■ RECORDS FOR THE EXERCISE
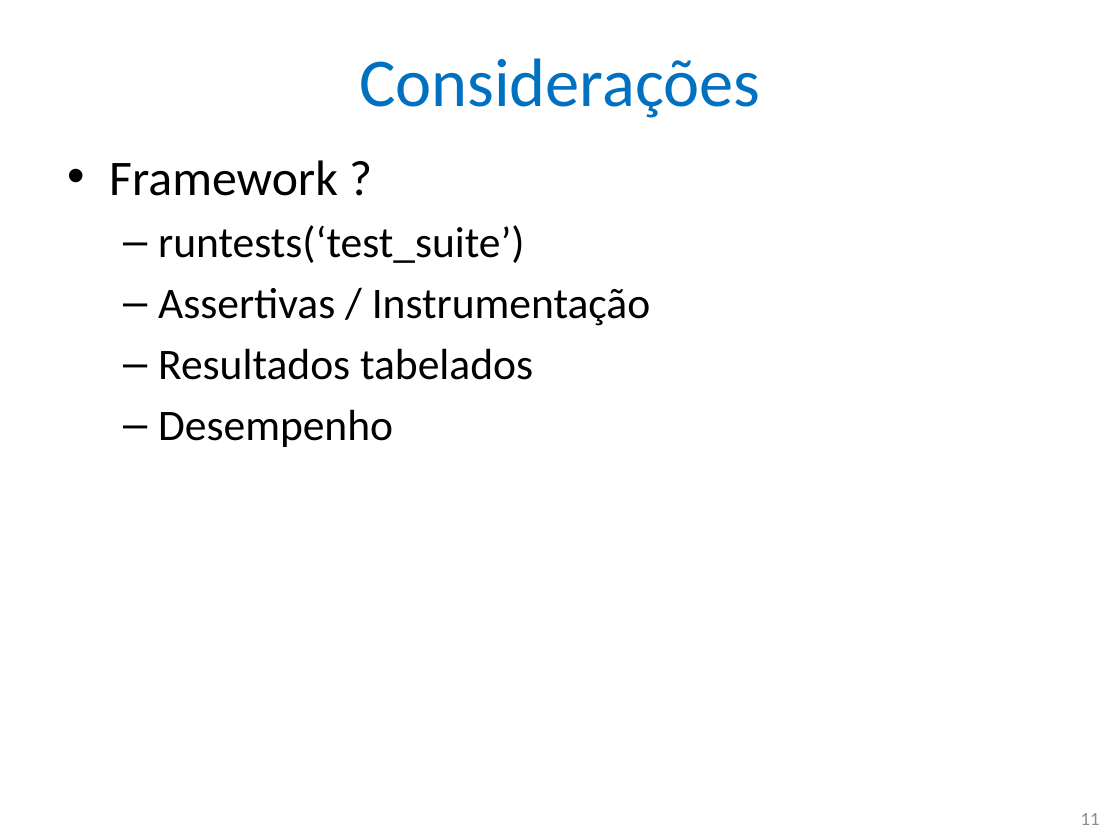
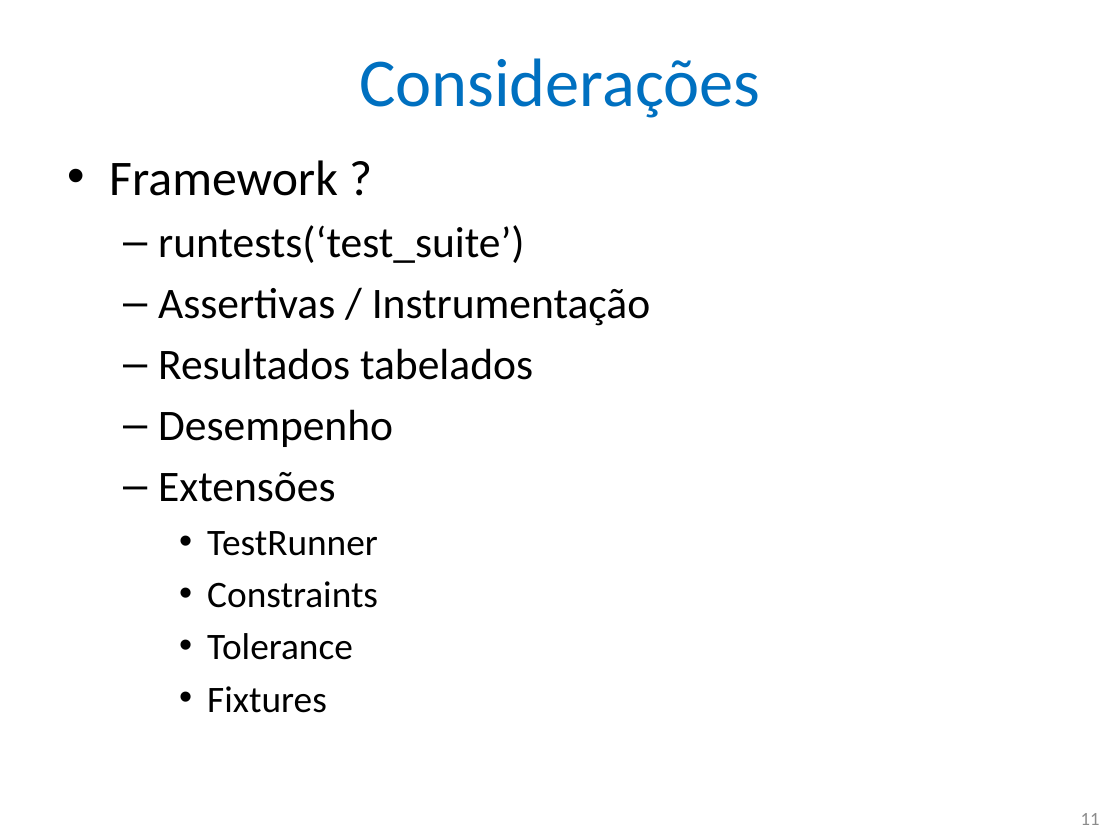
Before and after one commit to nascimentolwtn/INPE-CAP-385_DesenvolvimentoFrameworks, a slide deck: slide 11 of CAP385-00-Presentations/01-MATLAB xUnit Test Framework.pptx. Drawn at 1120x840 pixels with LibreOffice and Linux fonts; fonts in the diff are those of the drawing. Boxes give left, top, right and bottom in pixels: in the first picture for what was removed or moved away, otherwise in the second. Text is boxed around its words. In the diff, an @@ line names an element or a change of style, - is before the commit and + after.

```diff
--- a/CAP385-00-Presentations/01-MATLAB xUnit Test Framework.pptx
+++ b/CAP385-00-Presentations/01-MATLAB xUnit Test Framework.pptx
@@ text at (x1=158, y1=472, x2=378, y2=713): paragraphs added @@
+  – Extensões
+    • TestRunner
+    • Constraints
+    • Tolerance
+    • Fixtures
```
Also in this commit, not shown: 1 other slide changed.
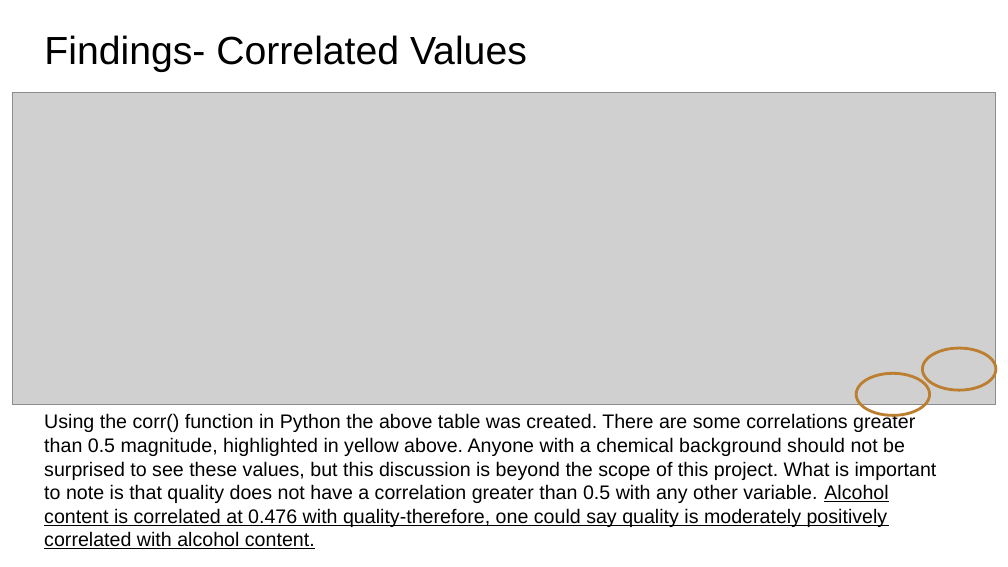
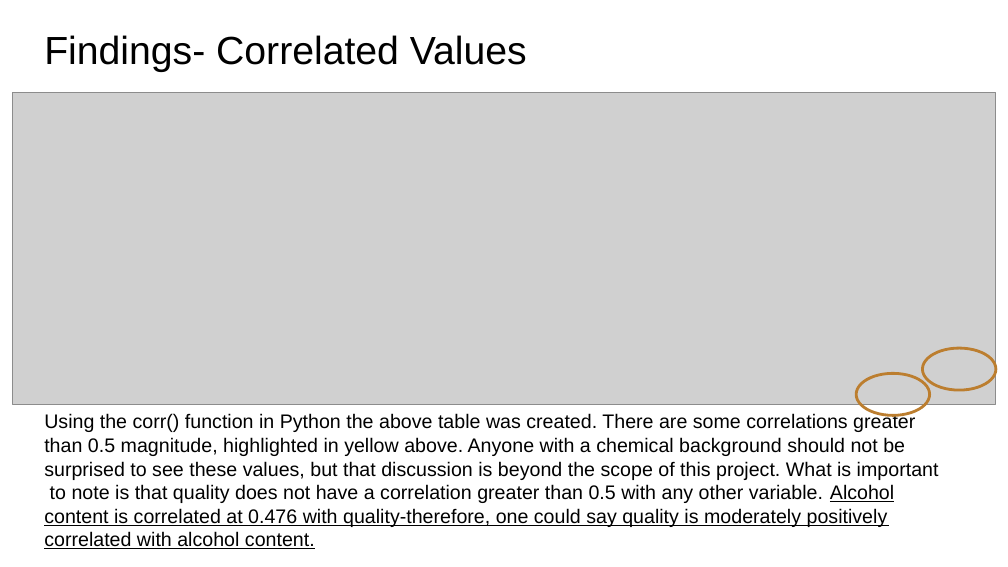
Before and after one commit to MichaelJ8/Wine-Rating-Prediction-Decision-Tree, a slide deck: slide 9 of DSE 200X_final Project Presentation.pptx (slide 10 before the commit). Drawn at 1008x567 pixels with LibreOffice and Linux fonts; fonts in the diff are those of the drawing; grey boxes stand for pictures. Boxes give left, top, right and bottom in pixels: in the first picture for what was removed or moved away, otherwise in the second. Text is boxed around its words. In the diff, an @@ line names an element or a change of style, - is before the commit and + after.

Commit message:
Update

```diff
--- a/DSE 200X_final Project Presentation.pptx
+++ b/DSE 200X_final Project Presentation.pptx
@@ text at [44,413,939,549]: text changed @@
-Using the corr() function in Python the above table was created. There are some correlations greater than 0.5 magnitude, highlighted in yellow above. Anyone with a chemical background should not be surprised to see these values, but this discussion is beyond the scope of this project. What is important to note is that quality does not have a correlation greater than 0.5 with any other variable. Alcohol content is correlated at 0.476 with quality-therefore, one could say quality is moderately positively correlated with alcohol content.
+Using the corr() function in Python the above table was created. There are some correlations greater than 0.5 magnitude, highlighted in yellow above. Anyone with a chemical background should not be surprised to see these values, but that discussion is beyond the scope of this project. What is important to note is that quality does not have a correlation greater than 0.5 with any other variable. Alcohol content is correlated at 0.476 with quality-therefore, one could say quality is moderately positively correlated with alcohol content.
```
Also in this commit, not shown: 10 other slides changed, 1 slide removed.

==

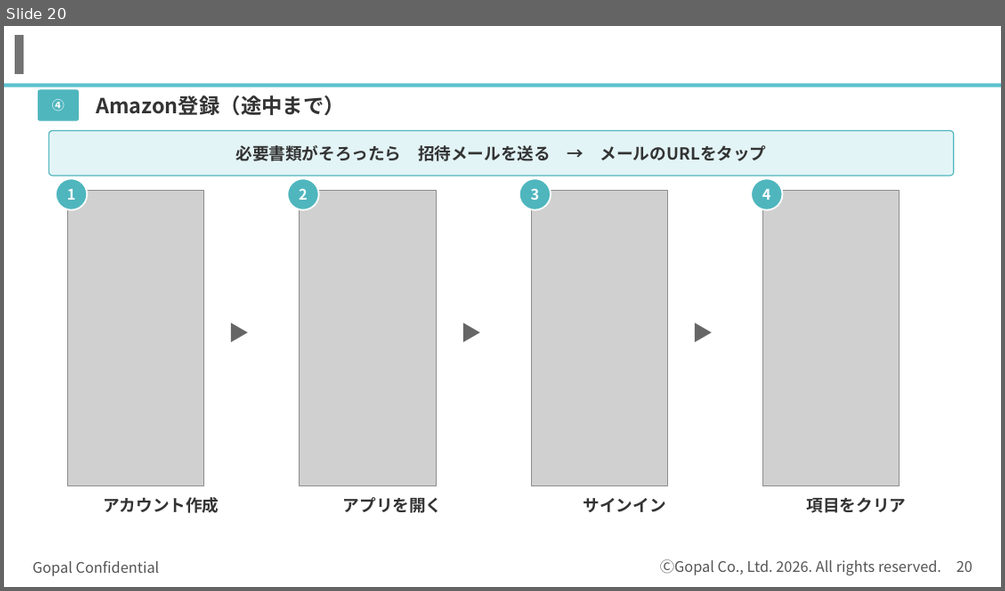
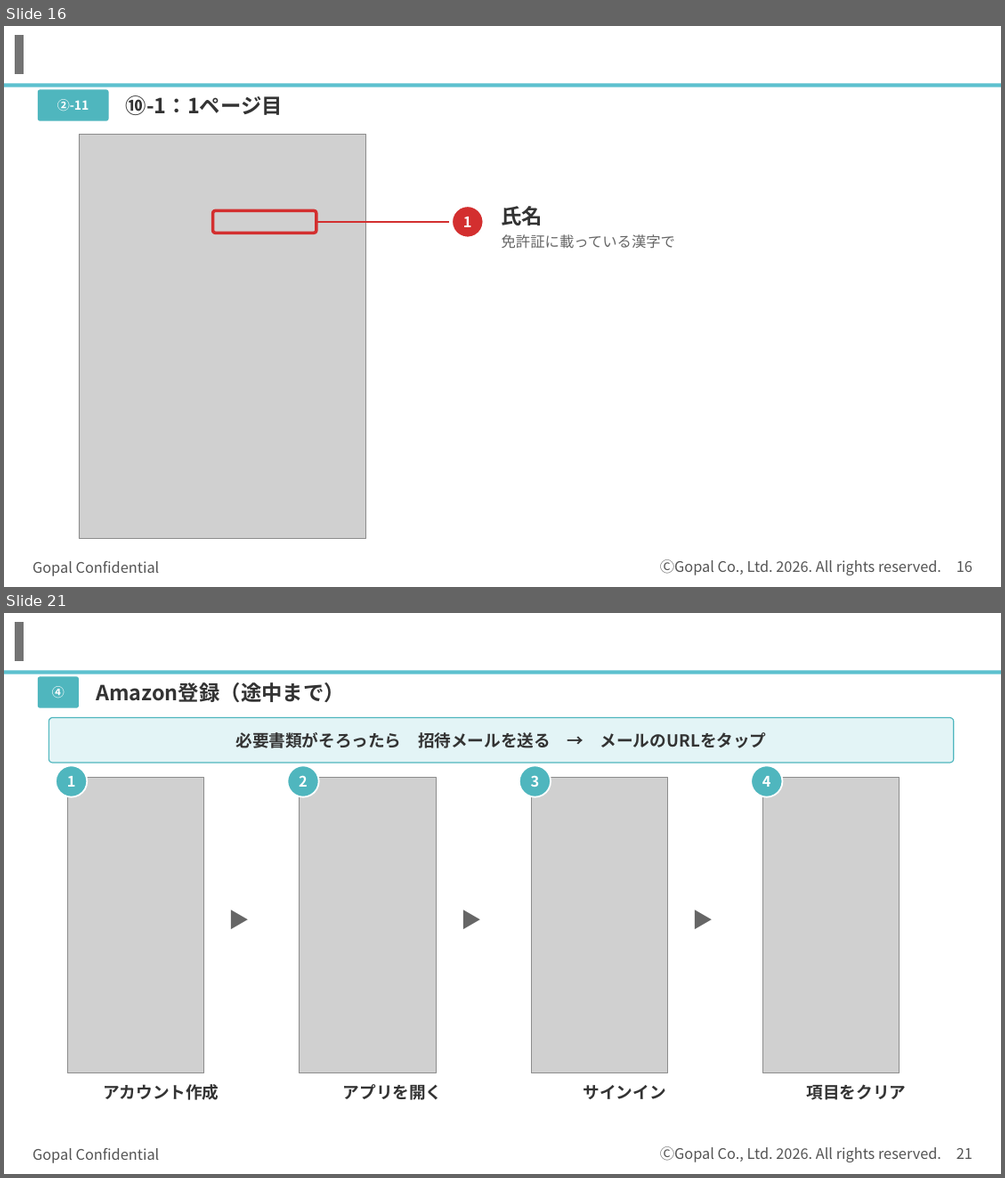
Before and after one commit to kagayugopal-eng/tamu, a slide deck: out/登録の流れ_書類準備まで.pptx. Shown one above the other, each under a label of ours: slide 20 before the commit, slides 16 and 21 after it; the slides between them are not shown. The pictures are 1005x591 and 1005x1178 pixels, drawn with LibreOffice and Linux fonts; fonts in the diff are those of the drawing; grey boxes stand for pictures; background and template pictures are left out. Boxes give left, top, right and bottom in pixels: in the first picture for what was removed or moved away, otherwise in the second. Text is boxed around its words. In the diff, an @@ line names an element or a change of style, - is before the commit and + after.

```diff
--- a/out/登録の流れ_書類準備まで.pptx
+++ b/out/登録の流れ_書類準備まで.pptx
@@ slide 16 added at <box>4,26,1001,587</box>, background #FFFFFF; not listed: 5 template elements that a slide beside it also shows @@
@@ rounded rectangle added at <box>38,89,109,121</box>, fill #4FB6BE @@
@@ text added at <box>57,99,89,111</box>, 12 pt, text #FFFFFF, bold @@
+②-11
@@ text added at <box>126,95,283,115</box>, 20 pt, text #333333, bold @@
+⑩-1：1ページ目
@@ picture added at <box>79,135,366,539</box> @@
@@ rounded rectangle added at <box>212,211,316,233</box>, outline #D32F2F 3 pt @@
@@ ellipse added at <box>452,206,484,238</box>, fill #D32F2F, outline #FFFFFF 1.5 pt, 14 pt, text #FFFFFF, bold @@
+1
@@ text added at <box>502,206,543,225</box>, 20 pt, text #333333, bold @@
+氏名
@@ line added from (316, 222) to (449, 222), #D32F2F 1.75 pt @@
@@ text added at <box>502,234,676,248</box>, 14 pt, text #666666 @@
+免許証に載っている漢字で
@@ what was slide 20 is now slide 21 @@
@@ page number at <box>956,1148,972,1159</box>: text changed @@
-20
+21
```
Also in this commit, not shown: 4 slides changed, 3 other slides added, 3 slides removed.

■ EXERCISE REQUIREMENTS
Which lines in the records above include the word "Presentations"? Copy them out.

■ RESPONSE BOX
Before and after one commit to nascimentolwtn/INPE-CAP-385_DesenvolvimentoFrameworks, a slide deck: slide 11 of CAP385-00-Presentations/01-MATLAB xUnit Test Framework.pptx. Drawn at 1120x840 pixels with LibreOffice and Linux fonts; fonts in the diff are those of the drawing. Boxes give left, top, right and bottom in pixels: in the first picture for what was removed or moved away, otherwise in the second. Text is boxed around its words. In the diff, an @@ line names an element or a change of style, - is before the commit and + after.
--- a/CAP385-00-Presentations/01-MATLAB xUnit Test Framework.pptx
+++ b/CAP385-00-Presentations/01-MATLAB xUnit Test Framework.pptx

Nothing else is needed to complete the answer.